でも、分布形状が異なると累積確率カーブも違ってきますから、どんな確率分布かわかんないとサービスレベルに対する安全在庫を正確に計算することはできない。残念でした、、。

未練は捨てて、分布形状がわからないことを意識して、考えてみましょう。分布のパラメータは使えませんので、それに代わる手がかりを探してみましょう。
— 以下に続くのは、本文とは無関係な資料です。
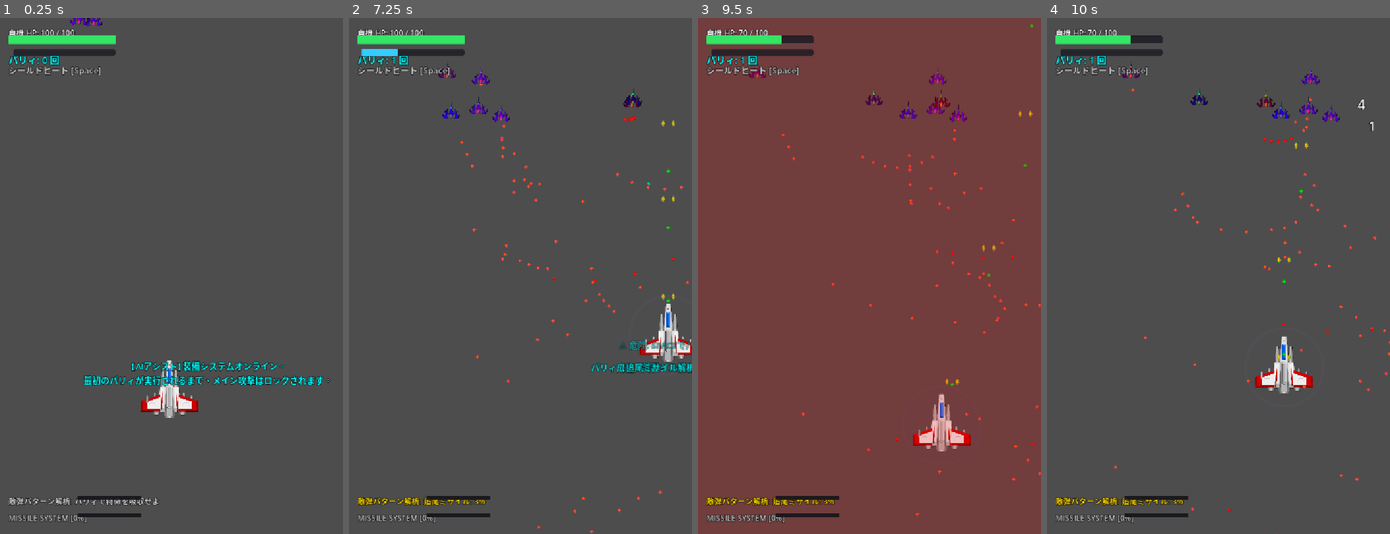
Above: before the commit, frames 1-4 (left to right).
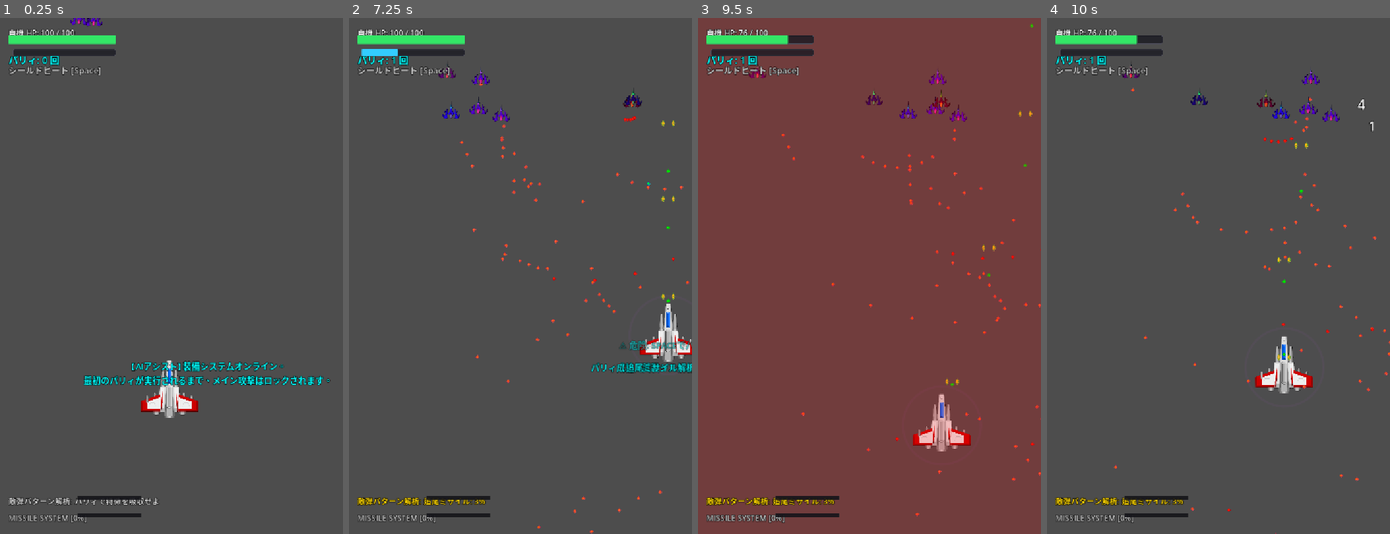
Above: after the commit, the same moments.

Repository: prapro-ou/-HP
Game: Godot game, scene res://game/main.tscn
Same seed, same stepped clock (60 frames per second), same inputs: the game is played once before the commit and once after it. This scene is started directly instead of the project's main scene.
Inputs (mouse positions are in pixels of both pictures, inside the frame that each line leads up to):
- Up to frame 1 (0.25 s): no input
- Up to frame 2 (7.25 s): tap Enter (ui_accept) at 0.5, 0.77, 1.52, 3.02, 3.77, 4.52, 6.02, 6.77 s; move the mouse to (595, 250) at 0.52 s; hold Right (ui_right) 0.53-1.28 s; hold Shift 0.53-1.28 s; click (595, 250) at 0.67 s; move the mouse to (451, 301) at 1.27 s; hold Down (ui_down) 1.28-2.03 s; tap Z at 1.35 s; move the mouse to (554, 162) at 2.02 s; hold Right (ui_right) 2.03-2.78 s; hold C 2.03-2.78 s; move the mouse to (503, 379) at 2.77 s; hold Up (ui_up) 2.78-3.53 s; tap Space at 2.85 s; click (503, 379) at 2.92 s; move the mouse to (623, 353) at 3.52 s; hold X 3.53-4.28 s; hold Left (ui_left) 3.53-5.03 s; move the mouse to (417, 198) at 4.27 s; tap Shift at 4.35 s; move the mouse to (537, 276) at 5.02 s; hold Down (ui_down) 5.03-5.78 s; hold Z 5.03-5.78 s; click (537, 276) at 5.17 s; move the mouse to (469, 147) at 5.77 s; hold Right (ui_right) 5.78-6.53 s; tap C at 5.85 s; move the mouse to (595, 250) at 6.52 s; hold Up (ui_up) from 6.53 s (still down); hold Space from 6.53 s (still down)
- Up to frame 3 (9.5 s): move the mouse to (800, 301) at 7.27 s; release Up (ui_up) at 7.28 s; release Space at 7.28 s; hold Right (ui_right) 7.28-8.03 s; tap X at 7.35 s; click (800, 301) at 7.42 s; tap Enter (ui_accept) at 7.52, 9.02 s; move the mouse to (903, 162) at 8.02 s; hold Down (ui_down) 8.03-8.78 s; hold Shift 8.03-8.78 s; move the mouse to (852, 379) at 8.77 s; hold Left (ui_left) from 8.78 s (still down); tap Z at 8.85 s
- Up to frame 4 (10 s): move the mouse to (1321, 353) at 9.52 s; release Left (ui_left) at 9.53 s; hold Up (ui_up) from 9.53 s (still down); hold C from 9.53 s (still down); click (1321, 353) at 9.67 s; tap Enter (ui_accept) at 9.77 s

Frames 1-2 are identical in both runs. In frame 3, less than 0.1% of the frame differs, in the area x 13-27%, y 2-6%; in frame 4, less than 0.1%.

Commit message:
難易度の適正化

Diff:
--- a/game/bullets/enemy_bullet.gd
+++ b/game/bullets/enemy_bullet.gd
@@ -25,7 +25,7 @@
 const SCREEN_OFFSCREEN_MARGIN: float = 50.0
 
 @export var speed: float = 200.0
-@export var damage: int = 10
+@export var damage: int = 8
 
 var velocity: Vector2 = Vector2.ZERO
 var is_friendly: bool = false
--- a/game/enemies/boss/boss.gd
+++ b/game/enemies/boss/boss.gd
@@ -154,11 +154,11 @@
 
 
 func process_attacks() -> void:
-	var interval = 1.0
+	var interval = 2.5
 	if not laser_alive and not missile_alive:
-		interval = 0.45
+		interval = 1.5
 	elif not laser_alive or not missile_alive:
-		interval = 0.70
+		interval = 2.0
 
 	if fire_timer >= interval:
 		fire_timer = 0.0
@@ -243,7 +243,7 @@
 			var dir = Vector2(cos(rad), sin(rad))
 			spawn_bullet(dir, BULLET_TYPE_LASER, speed_spiral, core_node.global_position)
 
-		var charge_interval = 1.8 if stage_number == 2 else 2.2
+		var charge_interval = 4.0 if stage_number == 2 else 5.0
 		if pattern_timer >= charge_interval:
 			pattern_timer = 0.0
 			start_charge_attack()
--- a/game/enemies/drone/enemy_drone.gd
+++ b/game/enemies/drone/enemy_drone.gd
@@ -21,7 +21,7 @@
 const COLOR_MISSILE = Color(0.8, 0.4, 1.0)
 
 # デフォルト数値定数
-const DEFAULT_DRONE_HP: int = 380
+const DEFAULT_DRONE_HP: int = 200
 const DEFAULT_DRONE_SPEED: float = 160.0
 const SCREEN_MARGIN_X: float = 60.0
 
--- a/game/stages/base_stage.gd
+++ b/game/stages/base_stage.gd
@@ -41,16 +41,16 @@
 
 class BossConfig:
 	var name: String = "古代防衛兵器"
-	var max_hp: int = 6000
-	var laser_hp: int = 1200
-	var missile_hp: int = 1200
-	var core_hp: int = 3600
+	var max_hp: int = 2400
+	var laser_hp: int = 500
+	var missile_hp: int = 500
+	var core_hp: int = 1400
 	var base_move_speed: float = 140.0
 	var energy_laser: float = 30.0
 	var energy_missile: float = 30.0
 	var energy_core: float = 40.0
 	var enable_support_drones: bool = false
-	var support_drone_interval: float = 12.0
+	var support_drone_interval: float = 20.0
 
 class RewardConfig:
 	var counter_weapon_unlock: String = ""
--- a/game/stages/stage_1.gd
+++ b/game/stages/stage_1.gd
@@ -65,9 +65,9 @@
 
 func _setup_boss() -> void:
 	boss_config.name = "古代防衛兵器"
-	boss_config.laser_hp = 1200
-	boss_config.missile_hp = 1200
-	boss_config.core_hp = 3600
+	boss_config.laser_hp = 500
+	boss_config.missile_hp = 500
+	boss_config.core_hp = 1400
 	boss_config.max_hp = boss_config.laser_hp + boss_config.missile_hp + boss_config.core_hp
 	boss_config.base_move_speed = 140.0
 	boss_config.energy_laser = 30.0
--- a/game/stages/stage_2.gd
+++ b/game/stages/stage_2.gd
@@ -63,16 +63,16 @@
 
 func _setup_boss() -> void:
 	boss_config.name = "古代防衛兵器・オーバーロード"
-	boss_config.laser_hp = 2000
-	boss_config.missile_hp = 2000
-	boss_config.core_hp = 5500
+	boss_config.laser_hp = 700
+	boss_config.missile_hp = 700
+	boss_config.core_hp = 1800
 	boss_config.max_hp = boss_config.laser_hp + boss_config.missile_hp + boss_config.core_hp
 	boss_config.base_move_speed = 190.0
 	boss_config.energy_laser = 45.0
 	boss_config.energy_missile = 45.0
 	boss_config.energy_core = 55.0
 	boss_config.enable_support_drones = true
-	boss_config.support_drone_interval = 12.0
+	boss_config.support_drone_interval = 20.0
 
 func _setup_rewards() -> void:
 	reward_config.counter_weapon_unlock = "boss_missile"
Not shown, added: game/stages/stage_1.gd.uid
Not shown, added: game/stages/stage_2.gd.uid

表1をじっと見てみます。どのようなメカニズムで需要が発生しているかを、、。月間受注数量は月に何件の注文があるか(受注件数/月)、注文ごとの数量(量/件)はいくつか、で決まります。いたって単純なメカニズムですね。受注件数もランダム、量/件もランダムとしましょう。

で、表1が実際のデータです。背後に受注件数の母集団と量/件の母集団があって、それから抜き取られたのが表1のデータだ、と考えます。受注件数と量/件は互いに独立で、それぞれの母集団は変わらないと仮定します。
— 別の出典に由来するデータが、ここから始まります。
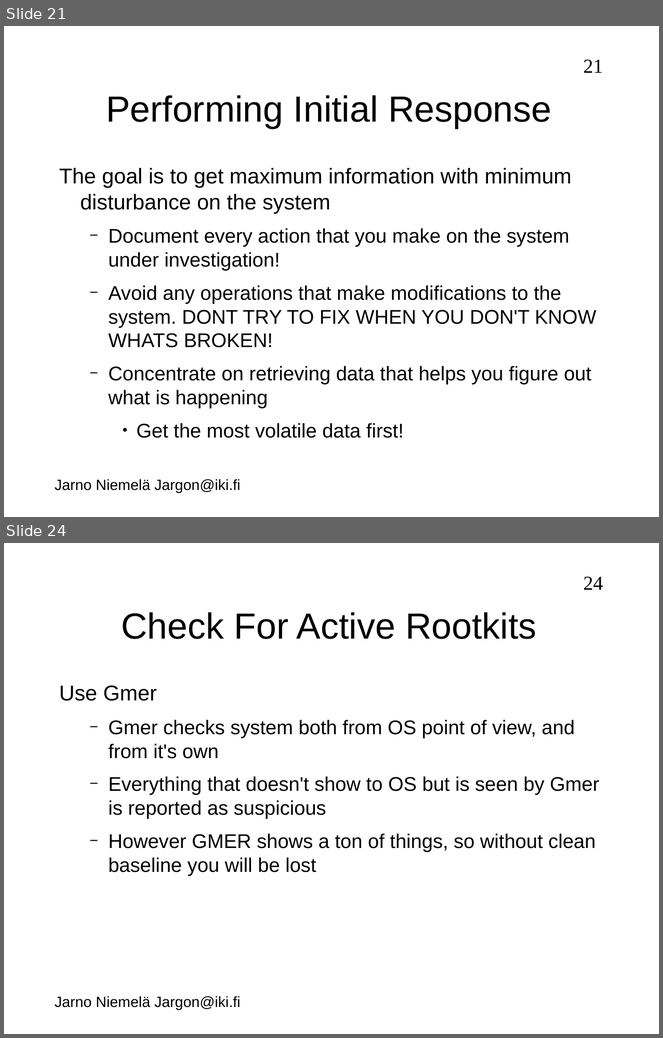
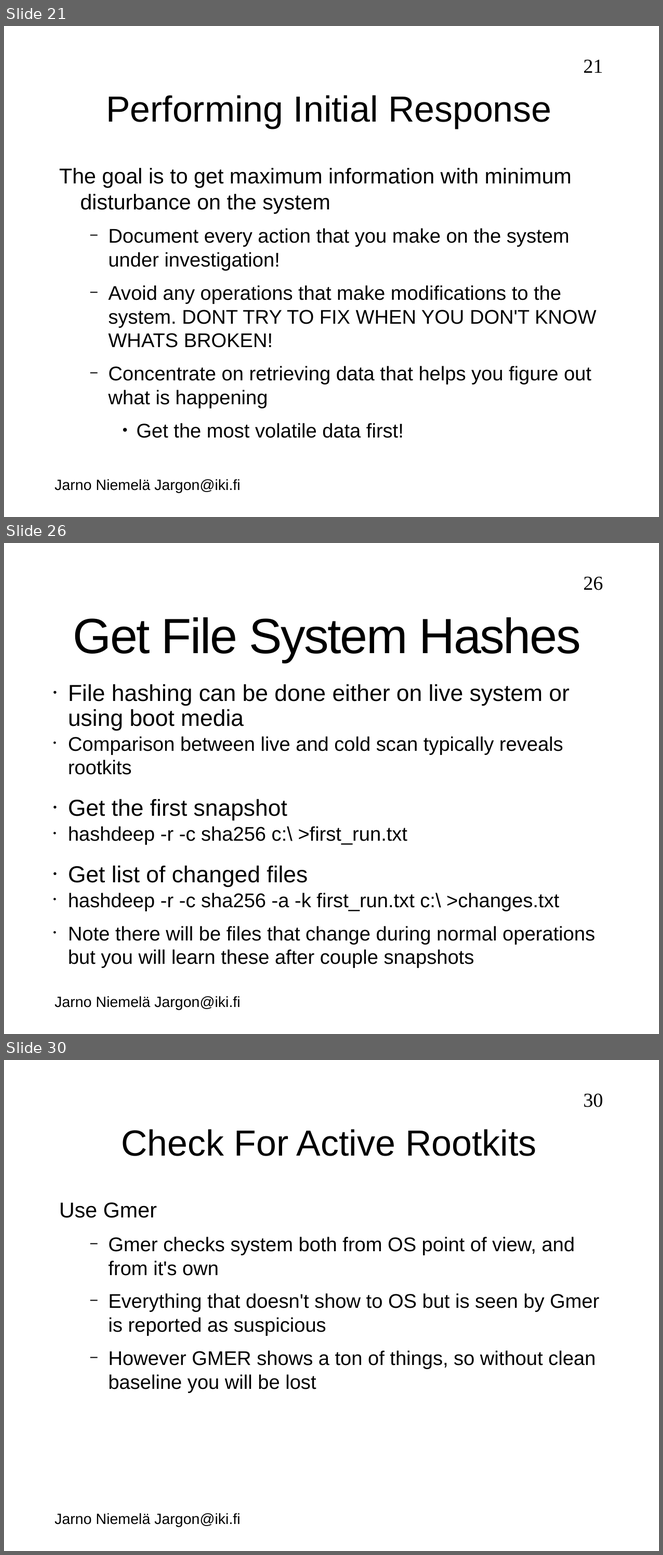
Before and after one commit to jarno-niemela/corporate_cyber_defence, a slide deck: Incident Response/IncidentResponse.odp. Shown one above the other, each under a label of ours: slides 21 and 24 before the commit, slides 21, 26 and 30 after it; the slides between them are not shown. The pictures are 663x1038 and 663x1555 pixels, drawn with LibreOffice and Linux fonts; fonts in the diff are those of the drawing; background and template pictures are left out. Boxes give left, top, right and bottom in pixels: in the first picture for what was removed or moved away, otherwise in the second. Text is boxed around its words. In the diff, an @@ line names an element or a change of style, - is before the commit and + after.

```diff
--- a/Incident Response/IncidentResponse.odp
+++ b/Incident Response/IncidentResponse.odp
@@ slide 26 added at (x1=4, y1=543, x2=659, y2=1034), background #FFFFFF; not listed: 2 template elements that a slide beside it also shows @@
@@ title added at (x1=73, y1=617, x2=581, y2=662), 60 pt, text #000000 @@
+Get File System Hashes
@@ text added at (x1=68, y1=684, x2=595, y2=968), 24 pt, text #000000 @@
+• File hashing can be done either on live system or using boot media
+• Comparison between live and cold scan typically reveals rootkits
+• Get the first snapshot
+• hashdeep -r -c sha256 c:\ >first_run.txt
+• Get list of changed files
+• hashdeep -r -c sha256 -a -k first_run.txt c:\ >changes.txt
+• Note there will be files that change during normal operations but you will learn these after couple snapshots
@@ what was slide 24 is now slide 30 @@
@@ page number at (x1=583, y1=1093, x2=603, y2=1107): text changed @@
-24
+30
```
Also in this commit, not shown: 4 slides changed, 5 other slides added.

表1の1年間のデータから、例えば次の1年間の受注件数、量/件を推定してみます。受注件数はどうなるでしょうか。図2の受注件数の分布、件数ゼロが5回、1件が3回、、、というデータはそのまま維持することにします。しかし、受注案件の発生はランダムですので、発生順序はランダムだとします。

これを実現するためには、表1の3列目の12個のデータからランダムに抜き取り、それを12回繰り返し並べた数値が次の1年間(2年目)の受注件数の推定値と考えます。2年目の受注件数の分布は、1年目のそれとは異なりますが、数値は、0、1、2、3、4で、それ以外はありません。100年分のデータを取るとどうなるか。図2とほぼ同じ形状の分布となるでしょう。但し、度数は100倍になります。

これって、何なの? 1年間の受注件数データから1,200回(12×100回)サンプリングしただけですので、サンプリング誤差も少なくなって、もともとのデータが再現された、だけの話じゃないの、ということですね。

なーんだ、といって、読むのをやめないでください。もう少し、お付き合いのほどを、、。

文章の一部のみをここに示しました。